Exercise instructions: Output all of the records word for word and drop the images.

══════════

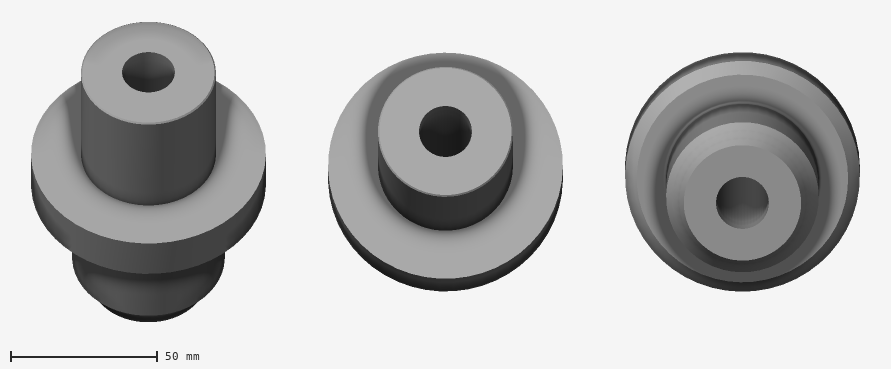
import cadquery as cq

total_height = 108.0
bore_radius = 9.0

upper_shank_radius = 23.0
upper_chamfer = 0.5

flange_radius = 40.0
flange_top = 65.0
flange_thickness = 20.0
flange_chamfer = 4.0

lower_shank_radius = 26.0
root_fillet = 1.0

nose_height = 10.5
nose_tip_radius = 20.0
nose_flank_radius = 50.0

flange_bottom = flange_top - flange_thickness


def turned_body():
    """Stepped outside shape, revolved from its half profile in the YZ plane."""
    profile = (
        cq.Workplane("YZ")
        .moveTo(0, 0)
        .lineTo(nose_tip_radius, 0)
        .radiusArc((lower_shank_radius, nose_height), nose_flank_radius)
        .lineTo(lower_shank_radius, flange_bottom - root_fillet)
        .radiusArc((lower_shank_radius + root_fillet, flange_bottom), root_fillet)
        .lineTo(flange_radius - flange_chamfer, flange_bottom)
        .lineTo(flange_radius, flange_bottom + flange_chamfer)
        .lineTo(flange_radius, flange_top)
        .lineTo(upper_shank_radius, flange_top)
        .lineTo(upper_shank_radius, total_height - upper_chamfer)
        .lineTo(upper_shank_radius - upper_chamfer, total_height)
        .lineTo(0, total_height)
        .close()
    )
    return profile.revolve(360, (0, 0, 0), (0, 1, 0))


def through_bore():
    """Cylinder that clears the axial hole."""
    return cq.Workplane("XY").circle(bore_radius).extrude(total_height)


result = turned_body().cut(through_bore())
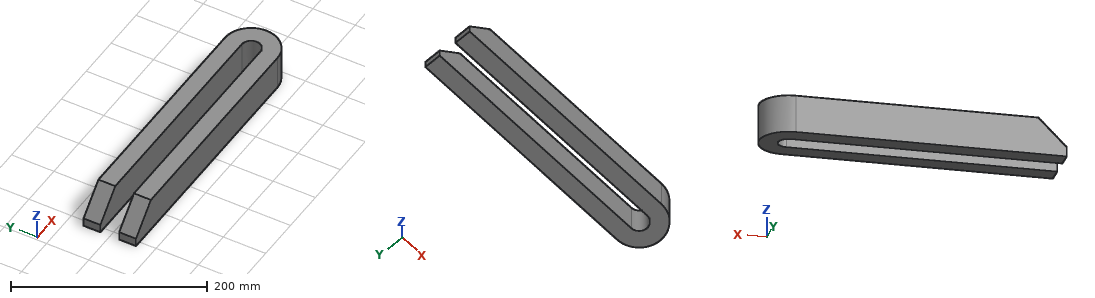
import cadquery as cq

length = 315.0
width = 62.0
height = 40.0

slot_width = 22.0
bevel = 30.0

bend_radius = width / 2
slot_radius = slot_width / 2
bend_center_x = length - bend_radius


def round_ended_bar(radius):
    """Full-height bar from the leg tips to a half-round end about the bend centre."""
    return (
        cq.Workplane("XY")
        .moveTo(0, -radius)
        .lineTo(bend_center_x, -radius)
        .threePointArc((bend_center_x + radius, 0), (bend_center_x, radius))
        .lineTo(0, radius)
        .close()
        .extrude(height)
    )


clamp = round_ended_bar(bend_radius).cut(round_ended_bar(slot_radius))

tip_wedge = (
    cq.Workplane("XZ")
    .moveTo(0, height)
    .lineTo(bevel, height)
    .lineTo(0, height - bevel)
    .close()
    .extrude(bend_radius, both=True)
)

result = clamp.cut(tip_wedge)
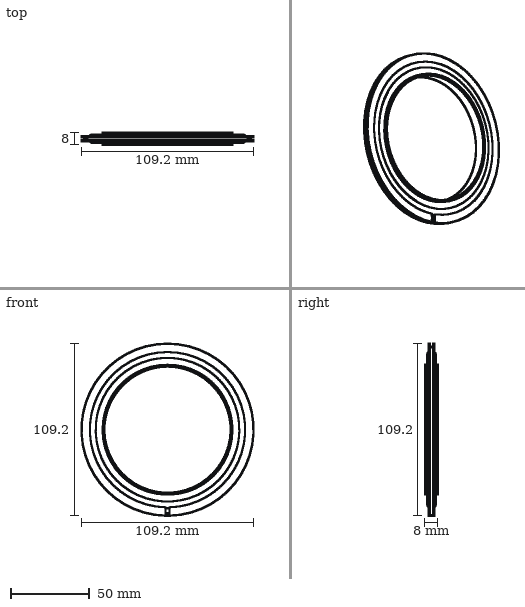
import cadquery as cq
import math

outer_radius = 54.6
overall_width = 8.0

seal_center_radius = 47.2
seal_section_radius = 2.7

bore_radius = 40.0
mouth_radius = 40.3
collar_radius = 41.2
body_width = 4.4
mouth_depth = 0.4

flange_width = 3.6
groove_width = 1.7
groove_floor_radius = 50.9
notch_width = 2.4

wire_radius = 0.82
wire_bend_radius = 52.0
dip_start_angle = math.radians(21)
dip_bottom_radius = 53.7


def revolve_ring(profile):
    """Turn a profile, drawn as (Y, radius) along +Z, about the Y axis."""
    return profile.revolve(360, (0, 0, 0), (1, 0, 0))


def seal_offset(half_width):
    """Radial distance from the seal's section centre to its surface at a given Y."""
    return math.sqrt(seal_section_radius**2 - half_width**2)


def make_seal():
    section = cq.Workplane("YZ").center(0, seal_center_radius).circle(seal_section_radius)
    return section.revolve(360, (0, -seal_center_radius, 0), (1, -seal_center_radius, 0))


def make_inner_ring():
    """Centring ring with a thin collar each side and a seat for the seal."""
    half_body = body_width / 2
    half_overall = overall_width / 2
    seat_radius = seal_center_radius - seal_offset(half_body)
    profile = (
        cq.Workplane("YZ")
        .moveTo(-half_overall + mouth_depth, bore_radius)
        .lineTo(half_overall - mouth_depth, bore_radius)
        .lineTo(half_overall, mouth_radius)
        .lineTo(half_overall, collar_radius)
        .lineTo(half_body, collar_radius)
        .lineTo(half_body, seat_radius)
        .threePointArc((0, seal_center_radius - seal_section_radius), (-half_body, seat_radius))
        .lineTo(-half_body, collar_radius)
        .lineTo(-half_overall, collar_radius)
        .lineTo(-half_overall, mouth_radius)
        .close()
    )
    return revolve_ring(profile)


def make_outer_ring():
    """Channel ring that holds the seal inside and the wire outside, notched at the bottom."""
    half_flange = flange_width / 2
    half_groove = groove_width / 2
    seat_radius = seal_center_radius + seal_offset(half_flange)
    profile = (
        cq.Workplane("YZ")
        .moveTo(half_flange, seat_radius)
        .lineTo(half_flange, outer_radius)
        .lineTo(half_groove, outer_radius)
        .lineTo(half_groove, groove_floor_radius)
        .lineTo(-half_groove, groove_floor_radius)
        .lineTo(-half_groove, outer_radius)
        .lineTo(-half_flange, outer_radius)
        .lineTo(-half_flange, seat_radius)
        .threePointArc((0, seal_center_radius + seal_section_radius), (half_flange, seat_radius))
        .close()
    )
    notch = (
        cq.Workplane("XY")
        .box(notch_width, flange_width, outer_radius, centered=(True, True, False))
        .translate((0, 0, -outer_radius))
    )
    return revolve_ring(profile).cut(notch)


def make_wire():
    """Closed wire: a round bend, two straight legs and a tighter bend dipping across the notch."""
    sine = math.sin(dip_start_angle)
    cosine = math.cos(dip_start_angle)
    leg_x = wire_bend_radius * sine
    leg_z = -wire_bend_radius * cosine
    leg_apex_radius = wire_bend_radius / cosine
    dip_bend_radius = (leg_apex_radius - dip_bottom_radius) / (1 / cosine - 1)
    dip_x = dip_bend_radius * sine
    dip_z = -dip_bottom_radius + dip_bend_radius * (1 - cosine)
    path = (
        cq.Workplane("XZ")
        .moveTo(leg_x, leg_z)
        .threePointArc((0, wire_bend_radius), (-leg_x, leg_z))
        .lineTo(-dip_x, dip_z)
        .threePointArc((0, -dip_bottom_radius), (dip_x, dip_z))
        .close()
    )
    start_plane = cq.Plane(origin=(leg_x, 0, leg_z), xDir=(sine, 0, -cosine), normal=(cosine, 0, sine))
    return cq.Workplane(start_plane).circle(wire_radius).sweep(path)


seal = make_seal()
inner_ring = make_inner_ring()
outer_ring = make_outer_ring()
wire = make_wire()

result = cq.Compound.makeCompound([inner_ring.val(), seal.val(), outer_ring.val(), wire.val()])

══════════

Task answer:
import cadquery as cq

total_height = 108.0
bore_radius = 9.0

upper_shank_radius = 23.0
upper_chamfer = 0.5

flange_radius = 40.0
flange_top = 65.0
flange_thickness = 20.0
flange_chamfer = 4.0

lower_shank_radius = 26.0
root_fillet = 1.0

nose_height = 10.5
nose_tip_radius = 20.0
nose_flank_radius = 50.0

flange_bottom = flange_top - flange_thickness


def turned_body():
    """Stepped outside shape, revolved from its half profile in the YZ plane."""
    profile = (
        cq.Workplane("YZ")
        .moveTo(0, 0)
        .lineTo(nose_tip_radius, 0)
        .radiusArc((lower_shank_radius, nose_height), nose_flank_radius)
        .lineTo(lower_shank_radius, flange_bottom - root_fillet)
        .radiusArc((lower_shank_radius + root_fillet, flange_bottom), root_fillet)
        .lineTo(flange_radius - flange_chamfer, flange_bottom)
        .lineTo(flange_radius, flange_bottom + flange_chamfer)
        .lineTo(flange_radius, flange_top)
        .lineTo(upper_shank_radius, flange_top)
        .lineTo(upper_shank_radius, total_height - upper_chamfer)
        .lineTo(upper_shank_radius - upper_chamfer, total_height)
        .lineTo(0, total_height)
        .close()
    )
    return profile.revolve(360, (0, 0, 0), (0, 1, 0))


def through_bore():
    """Cylinder that clears the axial hole."""
    return cq.Workplane("XY").circle(bore_radius).extrude(total_height)


result = turned_body().cut(through_bore())
import cadquery as cq

length = 315.0
width = 62.0
height = 40.0

slot_width = 22.0
bevel = 30.0

bend_radius = width / 2
slot_radius = slot_width / 2
bend_center_x = length - bend_radius


def round_ended_bar(radius):
    """Full-height bar from the leg tips to a half-round end about the bend centre."""
    return (
        cq.Workplane("XY")
        .moveTo(0, -radius)
        .lineTo(bend_center_x, -radius)
        .threePointArc((bend_center_x + radius, 0), (bend_center_x, radius))
        .lineTo(0, radius)
        .close()
        .extrude(height)
    )


clamp = round_ended_bar(bend_radius).cut(round_ended_bar(slot_radius))

tip_wedge = (
    cq.Workplane("XZ")
    .moveTo(0, height)
    .lineTo(bevel, height)
    .lineTo(0, height - bevel)
    .close()
    .extrude(bend_radius, both=True)
)

result = clamp.cut(tip_wedge)
import cadquery as cq
import math

outer_radius = 54.6
overall_width = 8.0

seal_center_radius = 47.2
seal_section_radius = 2.7

bore_radius = 40.0
mouth_radius = 40.3
collar_radius = 41.2
body_width = 4.4
mouth_depth = 0.4

flange_width = 3.6
groove_width = 1.7
groove_floor_radius = 50.9
notch_width = 2.4

wire_radius = 0.82
wire_bend_radius = 52.0
dip_start_angle = math.radians(21)
dip_bottom_radius = 53.7


def revolve_ring(profile):
    """Turn a profile, drawn as (Y, radius) along +Z, about the Y axis."""
    return profile.revolve(360, (0, 0, 0), (1, 0, 0))


def seal_offset(half_width):
    """Radial distance from the seal's section centre to its surface at a given Y."""
    return math.sqrt(seal_section_radius**2 - half_width**2)


def make_seal():
    section = cq.Workplane("YZ").center(0, seal_center_radius).circle(seal_section_radius)
    return section.revolve(360, (0, -seal_center_radius, 0), (1, -seal_center_radius, 0))


def make_inner_ring():
    """Centring ring with a thin collar each side and a seat for the seal."""
    half_body = body_width / 2
    half_overall = overall_width / 2
    seat_radius = seal_center_radius - seal_offset(half_body)
    profile = (
        cq.Workplane("YZ")
        .moveTo(-half_overall + mouth_depth, bore_radius)
        .lineTo(half_overall - mouth_depth, bore_radius)
        .lineTo(half_overall, mouth_radius)
        .lineTo(half_overall, collar_radius)
        .lineTo(half_body, collar_radius)
        .lineTo(half_body, seat_radius)
        .threePointArc((0, seal_center_radius - seal_section_radius), (-half_body, seat_radius))
        .lineTo(-half_body, collar_radius)
        .lineTo(-half_overall, collar_radius)
        .lineTo(-half_overall, mouth_radius)
        .close()
    )
    return revolve_ring(profile)


def make_outer_ring():
    """Channel ring that holds the seal inside and the wire outside, notched at the bottom."""
    half_flange = flange_width / 2
    half_groove = groove_width / 2
    seat_radius = seal_center_radius + seal_offset(half_flange)
    profile = (
        cq.Workplane("YZ")
        .moveTo(half_flange, seat_radius)
        .lineTo(half_flange, outer_radius)
        .lineTo(half_groove, outer_radius)
        .lineTo(half_groove, groove_floor_radius)
        .lineTo(-half_groove, groove_floor_radius)
        .lineTo(-half_groove, outer_radius)
        .lineTo(-half_flange, outer_radius)
        .lineTo(-half_flange, seat_radius)
        .threePointArc((0, seal_center_radius + seal_section_radius), (half_flange, seat_radius))
        .close()
    )
    notch = (
        cq.Workplane("XY")
        .box(notch_width, flange_width, outer_radius, centered=(True, True, False))
        .translate((0, 0, -outer_radius))
    )
    return revolve_ring(profile).cut(notch)


def make_wire():
    """Closed wire: a round bend, two straight legs and a tighter bend dipping across the notch."""
    sine = math.sin(dip_start_angle)
    cosine = math.cos(dip_start_angle)
    leg_x = wire_bend_radius * sine
    leg_z = -wire_bend_radius * cosine
    leg_apex_radius = wire_bend_radius / cosine
    dip_bend_radius = (leg_apex_radius - dip_bottom_radius) / (1 / cosine - 1)
    dip_x = dip_bend_radius * sine
    dip_z = -dip_bottom_radius + dip_bend_radius * (1 - cosine)
    path = (
        cq.Workplane("XZ")
        .moveTo(leg_x, leg_z)
        .threePointArc((0, wire_bend_radius), (-leg_x, leg_z))
        .lineTo(-dip_x, dip_z)
        .threePointArc((0, -dip_bottom_radius), (dip_x, dip_z))
        .close()
    )
    start_plane = cq.Plane(origin=(leg_x, 0, leg_z), xDir=(sine, 0, -cosine), normal=(cosine, 0, sine))
    return cq.Workplane(start_plane).circle(wire_radius).sweep(path)


seal = make_seal()
inner_ring = make_inner_ring()
outer_ring = make_outer_ring()
wire = make_wire()

result = cq.Compound.makeCompound([inner_ring.val(), seal.val(), outer_ring.val(), wire.val()])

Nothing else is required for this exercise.